Afterward he is too spent to leave her. Sophy puts her arms around him and strokes his back, as best she can, pitying him for his emptiness. They were lower than the beasts tonight. Her spine is a long bruise, every crevice in her body is sore. But something has been planted: she feels instantly and unaccountably strange, her juices muddled like one of Papa’s homemade wines, and yet, lit from within. Mama said she always knew.

Sophy wonders whether the study might be an anteroom to this new world Gideon and Leander are always talking about: the old certainties still in place, but upended. We must go back to go forward, Leander says. Sink low to accomplish our higher purpose. Her eyes, shut all this time, open wide. Above her the ceiling spins—or is it the floor?

CHAPTER 28

____

BRICKS AND MORTAR


A
MIRACLE? HOW MANY TIMES MUST I TELL YOU? YOUR
brother-in-law is a stubborn man, but not beyond reason. All I did was ask him.” Leander flashed his teeth and put the water jug to his lips, his Adam’s apple bobbing as he drank. All morning they had hauled debris from the upper story of James’s house, shedding clothes as they worked, until the July heat drove them downstairs.

They had been laboring for weeks to make the main floor habitable: white-washing the walls, putting glass in the windows, sanding the floors. Micah had been enlisted to make doors and had promised to construct mantels for the parlor and dining room before the cold weather set in. Leander’s pupil, Lem, had been hired out to a neighboring farmer, but came when he could to help his true master with heavier tasks, and to work outside. The soil was rutted and full of stones, not yet fit for planting, and, as Leander pointed out, who ever heard of an Eden without a garden?

“Now, if I were a true miracle worker,” Leander said, “I could solve the problem of the nursery. I really thought the attic might do. I saw it lined with bright quilts to cheer a baby’s eye, sunlight and birdsong pouring through the little window. But sound will float up, and the extremes of temperature might be too much. We mustn’t risk the little one’s health.”

“Miracles are ordinary life for you. You’ll wave your wand, and mumble a spell or two, and the answer will come to you.” Gideon spoke with more confidence than he felt. Leander’s mention of the baby as a creature affected by heat and cold made him uneasy.

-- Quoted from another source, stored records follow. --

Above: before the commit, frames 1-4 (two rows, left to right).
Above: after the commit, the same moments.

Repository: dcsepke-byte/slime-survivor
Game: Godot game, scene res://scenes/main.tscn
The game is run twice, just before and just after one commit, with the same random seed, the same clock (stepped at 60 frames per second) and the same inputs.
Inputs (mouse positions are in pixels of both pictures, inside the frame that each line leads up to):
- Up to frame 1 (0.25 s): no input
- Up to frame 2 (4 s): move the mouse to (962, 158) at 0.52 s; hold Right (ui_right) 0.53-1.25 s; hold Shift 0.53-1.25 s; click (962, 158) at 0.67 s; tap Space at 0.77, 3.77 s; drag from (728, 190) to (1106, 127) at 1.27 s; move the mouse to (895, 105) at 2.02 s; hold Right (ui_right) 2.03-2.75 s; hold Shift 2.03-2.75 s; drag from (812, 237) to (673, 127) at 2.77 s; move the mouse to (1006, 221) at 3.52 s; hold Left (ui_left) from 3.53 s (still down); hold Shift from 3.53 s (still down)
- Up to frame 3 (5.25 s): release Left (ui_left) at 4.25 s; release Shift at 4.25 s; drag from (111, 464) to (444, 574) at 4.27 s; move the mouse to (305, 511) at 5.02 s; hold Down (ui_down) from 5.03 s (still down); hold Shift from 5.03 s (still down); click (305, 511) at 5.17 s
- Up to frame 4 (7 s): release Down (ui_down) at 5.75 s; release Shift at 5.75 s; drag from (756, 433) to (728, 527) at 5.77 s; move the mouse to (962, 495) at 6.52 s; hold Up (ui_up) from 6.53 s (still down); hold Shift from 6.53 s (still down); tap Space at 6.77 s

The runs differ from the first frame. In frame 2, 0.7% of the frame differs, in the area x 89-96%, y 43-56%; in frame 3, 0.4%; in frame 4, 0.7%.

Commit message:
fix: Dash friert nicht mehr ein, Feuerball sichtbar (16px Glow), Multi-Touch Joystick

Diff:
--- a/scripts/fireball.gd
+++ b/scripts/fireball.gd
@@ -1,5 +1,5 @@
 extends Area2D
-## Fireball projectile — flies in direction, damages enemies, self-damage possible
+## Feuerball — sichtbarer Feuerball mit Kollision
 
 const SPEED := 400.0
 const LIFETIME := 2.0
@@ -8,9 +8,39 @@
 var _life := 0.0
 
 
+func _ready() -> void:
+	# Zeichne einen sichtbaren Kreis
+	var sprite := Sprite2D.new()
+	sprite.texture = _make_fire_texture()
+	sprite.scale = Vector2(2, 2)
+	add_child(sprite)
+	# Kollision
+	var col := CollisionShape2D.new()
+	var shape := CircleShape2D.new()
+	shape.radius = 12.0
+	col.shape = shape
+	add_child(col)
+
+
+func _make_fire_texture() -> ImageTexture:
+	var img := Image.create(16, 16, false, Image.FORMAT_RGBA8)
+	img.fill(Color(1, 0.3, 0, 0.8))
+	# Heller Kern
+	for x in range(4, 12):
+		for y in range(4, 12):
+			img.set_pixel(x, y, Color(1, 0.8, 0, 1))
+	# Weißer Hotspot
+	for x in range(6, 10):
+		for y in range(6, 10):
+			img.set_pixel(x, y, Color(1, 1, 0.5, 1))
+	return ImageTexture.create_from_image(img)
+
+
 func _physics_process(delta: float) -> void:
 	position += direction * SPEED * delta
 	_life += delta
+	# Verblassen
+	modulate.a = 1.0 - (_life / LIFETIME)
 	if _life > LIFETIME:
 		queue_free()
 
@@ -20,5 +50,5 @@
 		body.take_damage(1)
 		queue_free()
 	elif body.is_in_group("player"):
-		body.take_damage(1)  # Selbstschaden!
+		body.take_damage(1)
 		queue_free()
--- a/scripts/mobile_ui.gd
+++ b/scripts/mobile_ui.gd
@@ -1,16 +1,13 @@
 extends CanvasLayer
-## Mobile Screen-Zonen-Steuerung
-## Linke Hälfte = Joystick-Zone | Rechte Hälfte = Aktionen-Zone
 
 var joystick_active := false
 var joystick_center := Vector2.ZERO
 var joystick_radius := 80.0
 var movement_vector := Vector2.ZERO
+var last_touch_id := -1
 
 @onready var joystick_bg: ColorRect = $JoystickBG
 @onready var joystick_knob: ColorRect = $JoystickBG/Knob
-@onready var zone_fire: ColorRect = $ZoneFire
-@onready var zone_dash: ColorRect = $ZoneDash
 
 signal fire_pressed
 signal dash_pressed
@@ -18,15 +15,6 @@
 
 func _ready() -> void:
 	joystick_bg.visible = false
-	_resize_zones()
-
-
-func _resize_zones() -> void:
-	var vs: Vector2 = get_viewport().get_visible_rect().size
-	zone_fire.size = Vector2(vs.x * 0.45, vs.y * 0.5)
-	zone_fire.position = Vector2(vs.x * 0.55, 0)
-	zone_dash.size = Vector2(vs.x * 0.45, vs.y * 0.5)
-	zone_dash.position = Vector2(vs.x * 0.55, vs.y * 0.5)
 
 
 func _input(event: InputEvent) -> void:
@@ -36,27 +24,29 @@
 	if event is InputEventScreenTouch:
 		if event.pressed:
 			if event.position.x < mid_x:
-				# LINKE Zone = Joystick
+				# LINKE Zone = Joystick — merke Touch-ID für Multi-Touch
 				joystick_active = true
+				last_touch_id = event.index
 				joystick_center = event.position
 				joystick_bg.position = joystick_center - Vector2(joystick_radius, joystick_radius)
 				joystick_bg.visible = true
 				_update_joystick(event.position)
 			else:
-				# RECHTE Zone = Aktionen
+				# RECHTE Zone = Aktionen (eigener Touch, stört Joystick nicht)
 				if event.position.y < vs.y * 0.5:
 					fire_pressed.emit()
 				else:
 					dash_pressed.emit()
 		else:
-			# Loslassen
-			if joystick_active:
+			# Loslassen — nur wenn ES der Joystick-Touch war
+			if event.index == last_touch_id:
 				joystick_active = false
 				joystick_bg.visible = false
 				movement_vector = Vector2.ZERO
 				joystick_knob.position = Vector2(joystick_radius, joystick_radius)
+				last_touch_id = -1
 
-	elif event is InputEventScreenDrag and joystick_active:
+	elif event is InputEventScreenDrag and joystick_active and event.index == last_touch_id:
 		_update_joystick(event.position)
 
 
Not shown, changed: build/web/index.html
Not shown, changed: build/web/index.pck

Without a shirt his friend looked even more massive—the sort of genial giant who could conquer a small country with a toothy smile and a few deft twists of an iron girder. For such a colossus, persuading a haunted man to relax his grip on the seat and symbol of his heartbreak would be no great matter. Still, Gideon never ceased to marvel that they were at rest in the same room they’d broken into months before—this time with the assent of the builder. Landlord now: James professed indifference to the house’s fate, but had allowed himself to be convinced of the virtue of collecting rent. The money, for the time being, would come from Leander. He was as vague about its origins as the Reverend had been about his business in the city. “Since you persist in calling me a magician, let me do this one trick,” he’d said when Gideon protested. “Turn a pile of paper notes into a roof and walls. A home for our dream.”